Division of Cellular Biology, La Jolla Institute for Allergy and Immunology, 9420 Athena Circle, La Jolla, CA 92037, USA.
Nat Rev Rheumatol. 2014 Oct;10(10):602-11. doi: 10.1038/nrrheum.2014.109. Epub 2014 Jul 8.
PTPN22 encodes a tyrosine phosphatase that is expressed by haematopoietic cells and functions as a key regulator of immune homeostasis by inhibiting T-cell receptor signalling and by selectively promoting type I interferon responses after activation of myeloid-cell pattern-recognition receptors. A single nucleotide polymorphism of PTPN22, 1858C>T (rs2476601), disrupts an interaction motif in the protein, and is the most important non-HLA genetic risk factor for rheumatoid arthritis and the second most important for juvenile idiopathic arthritis. PTPN22 exemplifies a shared autoimmunity gene, affecting the pathogenesis of systemic lupus erythematosus, vasculitis and other autoimmune diseases. In this Review, we explore the role of PTPN22 in autoimmune connective tissue disease, with particular emphasis on candidate-gene and genome-wide association studies and clinical variability of disease. We also propose a number of PTPN22-dependent functional models of the pathogenesis of autoimmune diseases.

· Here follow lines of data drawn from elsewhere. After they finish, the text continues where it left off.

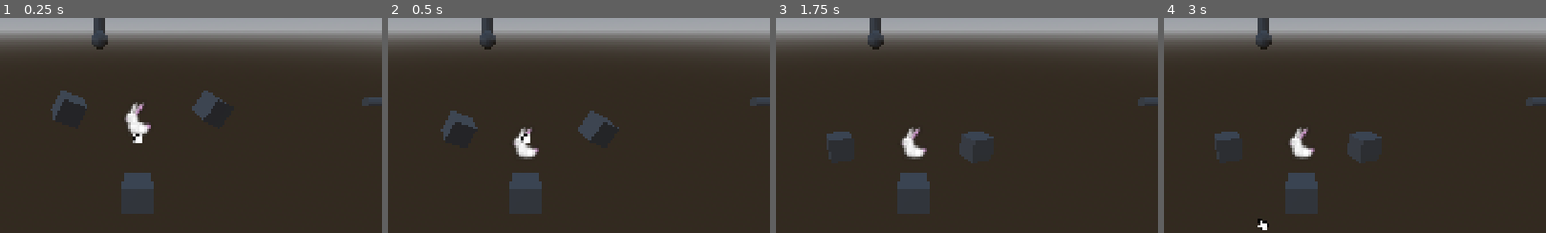
Above: before the commit, frames 1-4 (left to right).
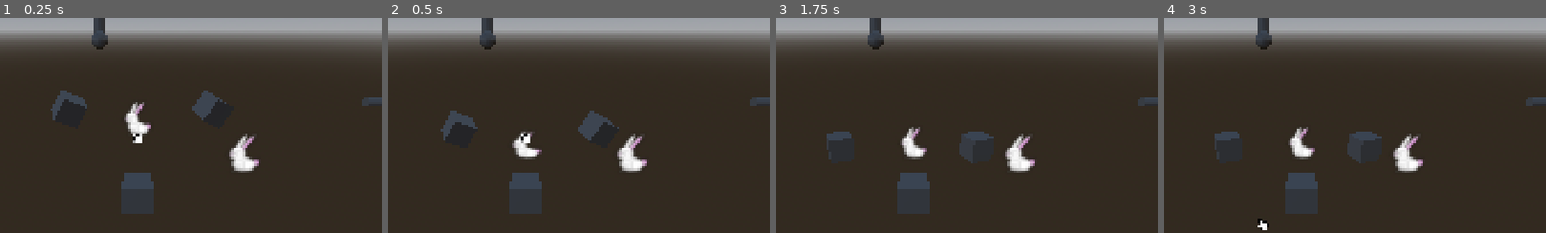
Above: after the commit, the same moments.

Repository: Momonyaro/cgj-2026
Game: Godot game, scene res://test/interactable/interact_test.tscn
Two runs of this game, one before a commit and one after it. Both use one fixed random seed, a clock stepped at 60 frames per second and the inputs below. This scene is started directly instead of the project's main scene.
Inputs (mouse positions are % of the whole screen's width and height, from its top left):
- Up to frame 1 (0.25 s): no input
- Up to frame 2 (0.5 s): no input
- Up to frame 3 (1.75 s): tap Enter at 0.5 s; move the mouse to (72, 45) at 0.52 s; click (72, 45) at 0.6 s; tap Space at 0.77, 1.25, 1.52 s; move the mouse to (30, 55) at 1.27 s; click (30, 55) at 1.35 s
- Up to frame 4 (3 s): tap Enter at 2 s; move the mouse to (60, 28) at 2.02 s; click (60, 28) at 2.1 s; tap Space at 2.75 s; move the mouse to (45, 70) at 2.77 s; click (45, 70) at 2.85 s
The pictures show only the part of the screen within x 32-82%, y 22-72%; the shares and areas given below are measured in that part.

The runs differ from the first frame. In frame 1, 0.8% of the frame differs, in the area x 60-68%, y 53-72%; in frame 2, 1.1%, in the area x 32-68%, y 50-72%; in frame 3, 0.8%; in frame 4, 0.8%.

Commit message:
Bouncy bunny

Diff:
--- a/src/acts/act1/bunny/bunny.gd
+++ b/src/acts/act1/bunny/bunny.gd
@@ -1,14 +1,25 @@
 extends GrabbableItem
+
+signal landed
 
 @export var sprite: Sprite3D
 @export var sitting_texture: Texture2D
 @export var held_texture: Texture2D
 
+var on_floor := true
+
 
 # Called every frame. 'delta' is the elapsed time since the previous frame.
 func _process(delta: float) -> void:
 	super(delta)
+	if is_on_floor():
+		if not on_floor:
+			landed.emit()
+		on_floor = true
+	else:
+		on_floor = false
+
 	if is_grabbed:
 		sprite.texture = held_texture
-	elif is_on_floor():
+	elif on_floor:
 		sprite.texture = sitting_texture
--- a/src/acts/act1/bunny/bunny.tscn
+++ b/src/acts/act1/bunny/bunny.tscn
@@ -3,6 +3,7 @@
 [ext_resource type="Script" uid="uid://cjgw2a40a5mib" path="res://src/acts/act1/bunny/bunny.gd" id="1_ffc3o"]
 [ext_resource type="Texture2D" uid="uid://ohfoyyhib6xx" path="res://src/acts/act1/bunny/bunny_held.png" id="2_ffc3o"]
 [ext_resource type="Texture2D" uid="uid://b35dpwamaqcj4" path="res://src/acts/act1/bunny/bunny_sitting.png" id="2_me03j"]
+[ext_resource type="Script" uid="uid://ddll3vaiwqhtm" path="res://src/shared/vfx/sprite_bouncer.gd" id="4_me03j"]
 
 [sub_resource type="BoxShape3D" id="BoxShape3D_r5hf4"]
 size = Vector3(1.0648804, 1.3962708, 1)
@@ -16,7 +17,7 @@
 gravity_scale = 5.0
 freeze_mode = 1
 script = ExtResource("1_ffc3o")
-sprite = NodePath("Sprite3D")
+sprite = NodePath("Node3D/Sprite3D")
 sitting_texture = ExtResource("2_me03j")
 held_texture = ExtResource("2_ffc3o")
 grab_point = NodePath("GrabPoint")
@@ -28,6 +29,20 @@
 transform = Transform3D(1, 0, 0, 0, 1, 0, 0, 0, 1, 0.14517212, 0.7253876, 0)
 shape = SubResource("BoxShape3D_r5hf4")
 
-[node name="Sprite3D" type="Sprite3D" parent="." unique_id=579492501]
+[node name="Node3D" type="Node3D" parent="." unique_id=1825458585]
+transform = Transform3D(1.0097826, 0, 0, 0, 1.0097826, 0, 0, 0, 1.129, 0, 0, 0)
+
+[node name="Sprite3D" type="Sprite3D" parent="Node3D" unique_id=579492501]
 transform = Transform3D(0.1, 0, 0, 0, 0.1, 0, 0, 0, 0.1, 0, 0.58175015, 0)
 texture = ExtResource("2_me03j")
+
+[node name="SpriteBouncer" type="Node" parent="Node3D" unique_id=1334464296 node_paths=PackedStringArray("sprite")]
+script = ExtResource("4_me03j")
+sprite = NodePath("..")
+time = 1.0
+amount = 1.15
+duration = 0.2
+metadata/_custom_type_script = "uid://ddll3vaiwqhtm"
+
+[connection signal="grabbed" from="." to="Node3D/SpriteBouncer" method="bounce"]
+[connection signal="landed" from="." to="Node3D/SpriteBouncer" method="bounce"]
--- a/src/shared/interactables/grabbable_item.gd
+++ b/src/shared/interactables/grabbable_item.gd
@@ -1,5 +1,8 @@
 class_name GrabbableItem
 extends RigidBody3D
+
+signal grabbed
+signal released
 
 @export var grab_point: Node3D
 
@@ -28,9 +31,11 @@
 	is_grabbed = true
 	freeze = true
 	cursor = p_cursor
+	grabbed.emit()
 
 
 func ungrab(_cursor: Cursor) -> void:
 	is_grabbed = false
 	freeze = false
 	linear_velocity = linear_velocity.limit_length(MAX_SPEED)
+	released.emit()
--- /dev/null
+++ b/src/shared/vfx/sprite_bouncer.gd
@@ -0,0 +1,30 @@
+@tool
+class_name SpriteBouncer
+extends Node
+
+@export var sprite: Node3D
+
+@export_range(0, 1.0) var time: float
+@export var amount: float = 1.0
+@export var duration: float
+@export_tool_button("Bounce") var do_bounce := bounce
+
+
+# Called every frame. 'delta' is the elapsed time since the previous frame.
+func _process(_delta: float) -> void:
+	if not sprite:
+		return
+
+	var t := sin(time * TAU) * 0.5 + 0.5
+	var t2 := 1.0 - t
+	var scale1 := lerpf(1.0 / amount, amount, t) if amount else 1.0
+	var scale2 := lerpf(1.0 / amount, amount, t2) if amount else 1.0
+
+	sprite.scale.x = scale2
+	sprite.scale.y = scale1
+
+
+func bounce() -> void:
+	time = 0
+	var tween := create_tween()
+	tween.tween_property(self, "time", 1.0, duration)
--- a/test/interactable/interact_test.tscn
+++ b/test/interactable/interact_test.tscn
@@ -6,6 +6,8 @@
 [ext_resource type="Script" uid="uid://bdikod1okhnrq" path="res://src/shared/interactables/grabbable_item.gd" id="3_sl7vg"]
 [ext_resource type="Script" uid="uid://bexljowsux72e" path="res://src/shared/interactables/windable_item.gd" id="4_iybb1"]
 [ext_resource type="PackedScene" uid="uid://idhdvq5d4t17" path="res://src/acts/act1/bunny/bunny.tscn" id="4_r5hf4"]
+[ext_resource type="Texture2D" uid="uid://b35dpwamaqcj4" path="res://src/acts/act1/bunny/bunny_sitting.png" id="7_pu1pi"]
+[ext_resource type="Script" uid="uid://ddll3vaiwqhtm" path="res://src/shared/vfx/sprite_bouncer.gd" id="8_c65ag"]
 
 [sub_resource type="BoxMesh" id="BoxMesh_a1n5f"]
 
@@ -130,3 +132,16 @@
 
 [node name="CollisionShape3D" type="CollisionShape3D" parent="Floor" unique_id=1081231145]
 shape = SubResource("WorldBoundaryShape3D_sl7vg")
+
+[node name="Node3D" type="Node3D" parent="." unique_id=1433137858]
+transform = Transform3D(0.1, 0, 0, 0, 0.1, 0, 0, 0, 0.1, 4.4698467, 0, 0)
+
+[node name="BouncyBunny" type="Sprite3D" parent="Node3D" unique_id=1751422872]
+transform = Transform3D(1.25, 0, 0, 0, 1.25, 0, 0, 0, 1, 0, 0, 0)
+texture = ExtResource("7_pu1pi")
+
+[node name="SpriteBouncer" type="Node" parent="Node3D/BouncyBunny" unique_id=1452381395 node_paths=PackedStringArray("sprite")]
+script = ExtResource("8_c65ag")
+sprite = NodePath("..")
+time = 1.0
+amount = 2.0
Not shown, added: src/shared/vfx/sprite_bouncer.gd.uid
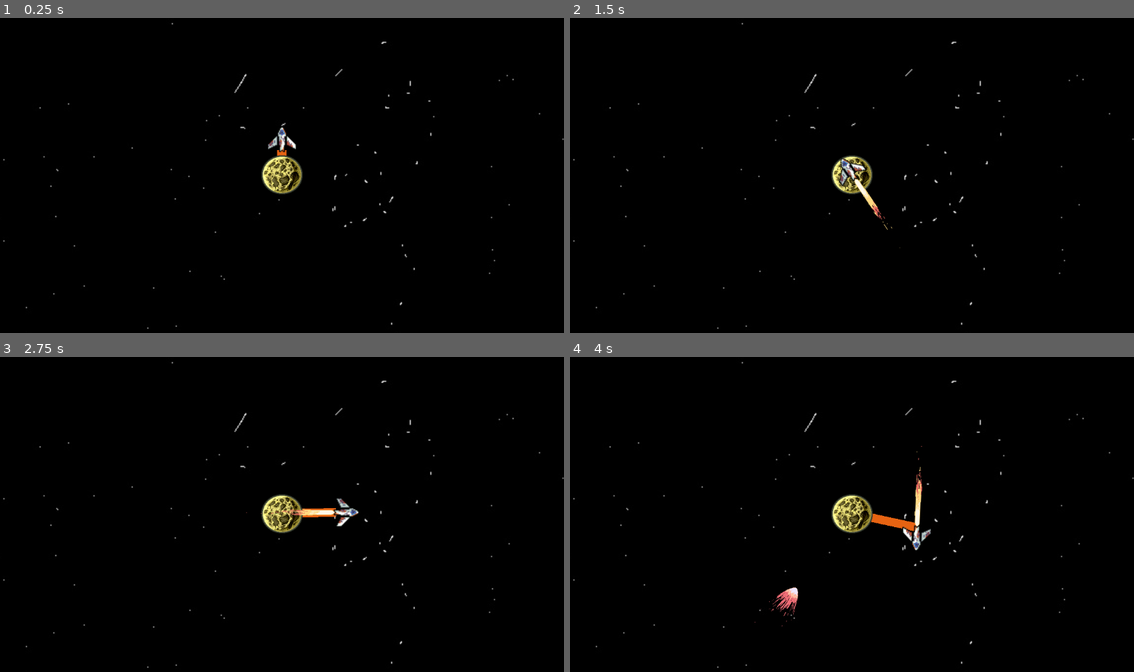
Above: before the commit, frames 1-4 (two rows, left to right).
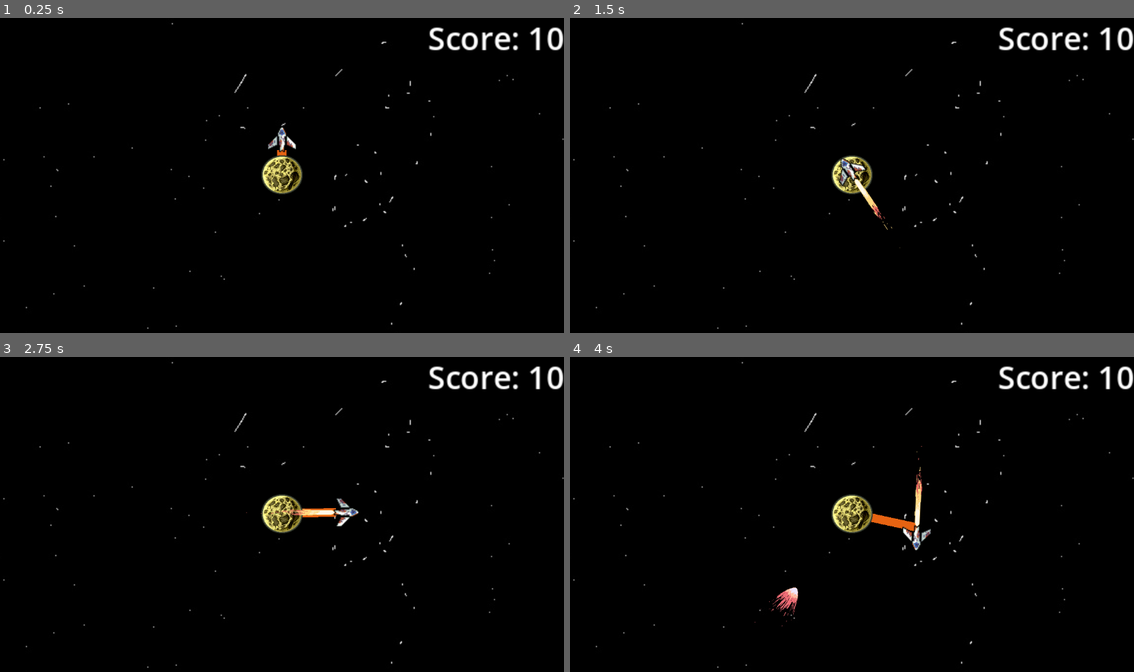
Above: after the commit, the same moments.

Repository: Fila2224/bounce-back
Game: Godot game, scene res://scenes/main_scene.tscn
Same seed, same stepped clock (60 frames per second), same inputs: the game is played once before the commit and once after it.
Inputs:
- Up to frame 1 (0.25 s): no input
- Up to frame 2 (1.5 s): tap Enter at 0.5 s; hold D (right) 0.53-1.28 s; tap Space (blip) at 0.6, 1.35 s; hold S (down) from 1.28 s (still down)
- Up to frame 3 (2.75 s): release S (down) at 2.03 s; hold D (right) from 2.03 s (still down); tap Space (blip) at 2.1 s
- Up to frame 4 (4 s): release D (right) at 2.78 s; hold Up (up) 2.78-3.53 s; tap Space (blip) at 2.85, 3.6 s; hold Left (left) from 3.53 s (still down)

The runs differ from the first frame. In frame 1, 0.8% of the frame differs, in the area x 75-100%, y 2-11%; in frame 2, 0.8%; in frame 3, 0.8%; in frame 4, 0.8%.

Commit message:
score variable and label

Diff:
--- a/scenes/main_scene.tscn
+++ b/scenes/main_scene.tscn
@@ -8,6 +8,16 @@
 
 [node name="main_scene" type="Node2D" unique_id=2002608082]
 script = ExtResource("6_main")
+
+[node name="score" type="Label" parent="." unique_id=1849201948]
+offset_left = 149.0
+offset_top = -162.0
+offset_right = 288.0
+offset_bottom = -117.0
+theme_override_colors/font_outline_color = Color(0, 0, 0, 1)
+theme_override_constants/outline_size = 6
+theme_override_font_sizes/font_size = 32
+text = "Score: 10"
 
 [node name="moon-center" parent="." unique_id=913706732 instance=ExtResource("2_pw63i")]
 scale = Vector2(0.3984375, 0.375)
@@ -21,10 +31,6 @@
 position = Vector2(0, -40)
 planet = NodePath("../moon-center")
 
-[node name="background" type="Sprite2D" parent="." unique_id=582689797]
-z_index = -10
-texture = ExtResource("1_0f027")
-
 [node name="Line2D" type="Line2D" parent="." unique_id=157903532 groups=["line"]]
 z_index = -5
 default_color = Color(1, 0.43137255, 0.078431375, 0.9019608)
@@ -33,3 +39,7 @@
 [node name="MeteorTimer" type="Timer" parent="." unique_id=787065549]
 wait_time = 2.5
 autostart = true
+
+[node name="background" type="Sprite2D" parent="." unique_id=582689797]
+z_index = -10
+texture = ExtResource("1_0f027")
--- a/scripts/main_scene.gd
+++ b/scripts/main_scene.gd
@@ -1,4 +1,9 @@
 extends Node2D
+
+## Počáteční skóre (začíná se s 10 body)
+@export var score: int = 10
+## Odkaz na Label pro zobrazení skóre
+@export var score_label: Label
 
 ## Scéna meteoru, která se bude generovat
 @export var meteor_scene: PackedScene = preload("res://scenes/meteor.tscn")
@@ -14,6 +19,10 @@
 @onready var spawn_timer: Timer = $MeteorTimer
 
 func _ready() -> void:
+	if not score_label:
+		score_label = find_child("score", true, false) as Label
+	update_score_display()
+
 	if spawn_timer:
 		spawn_timer.timeout.connect(_on_meteor_timer_timeout)
 		spawn_timer.wait_time = spawn_interval
@@ -63,4 +72,26 @@
 	if "moon_center" in meteor and moon_center:
 		meteor.moon_center = moon_center
 
+	# Připojení signálů pro změnu skóre
+	if meteor.has_signal("hit_rocket"):
+		meteor.hit_rocket.connect(_on_meteor_hit_rocket)
+	if meteor.has_signal("hit_moon"):
+		meteor.hit_moon.connect(_on_meteor_hit_moon)
+
 	add_child(meteor)
+
+## Raketa trefila meteor -> +1 bod
+func _on_meteor_hit_rocket() -> void:
+	add_score(1)
+
+## Meteor trefil měsíc -> -3 body
+func _on_meteor_hit_moon() -> void:
+	add_score(-3)
+
+func add_score(amount: int) -> void:
+	score += amount
+	update_score_display()
+
+func update_score_display() -> void:
+	if score_label:
+		score_label.text = "Score: " + str(score)

PTPN22 编码一种酪氨酸磷酸酶,在造血细胞中表达,通过抑制 T 细胞受体信号和在髓样细胞模式识别受体激活后选择性促进 I 型干扰素反应,作为免疫稳态的关键调节剂发挥作用。PTPN22 的单核苷酸多态性 1858C>T(rs2476601)破坏了蛋白质中的一个相互作用基序,是类风湿关节炎最重要的非 HLA 遗传风险因素,也是青少年特发性关节炎的第二大遗传风险因素。PTPN22 是自身免疫性疾病的一个共同的易感基因,影响系统性红斑狼疮、血管炎和其他自身免疫性疾病的发病机制。在这篇综述中,我们探讨了 PTPN22 在自身免疫性结缔组织疾病中的作用,特别强调了候选基因和全基因组关联研究以及疾病的临床变异性。我们还提出了一些 PTPN22 依赖性自身免疫性疾病发病机制的功能模型。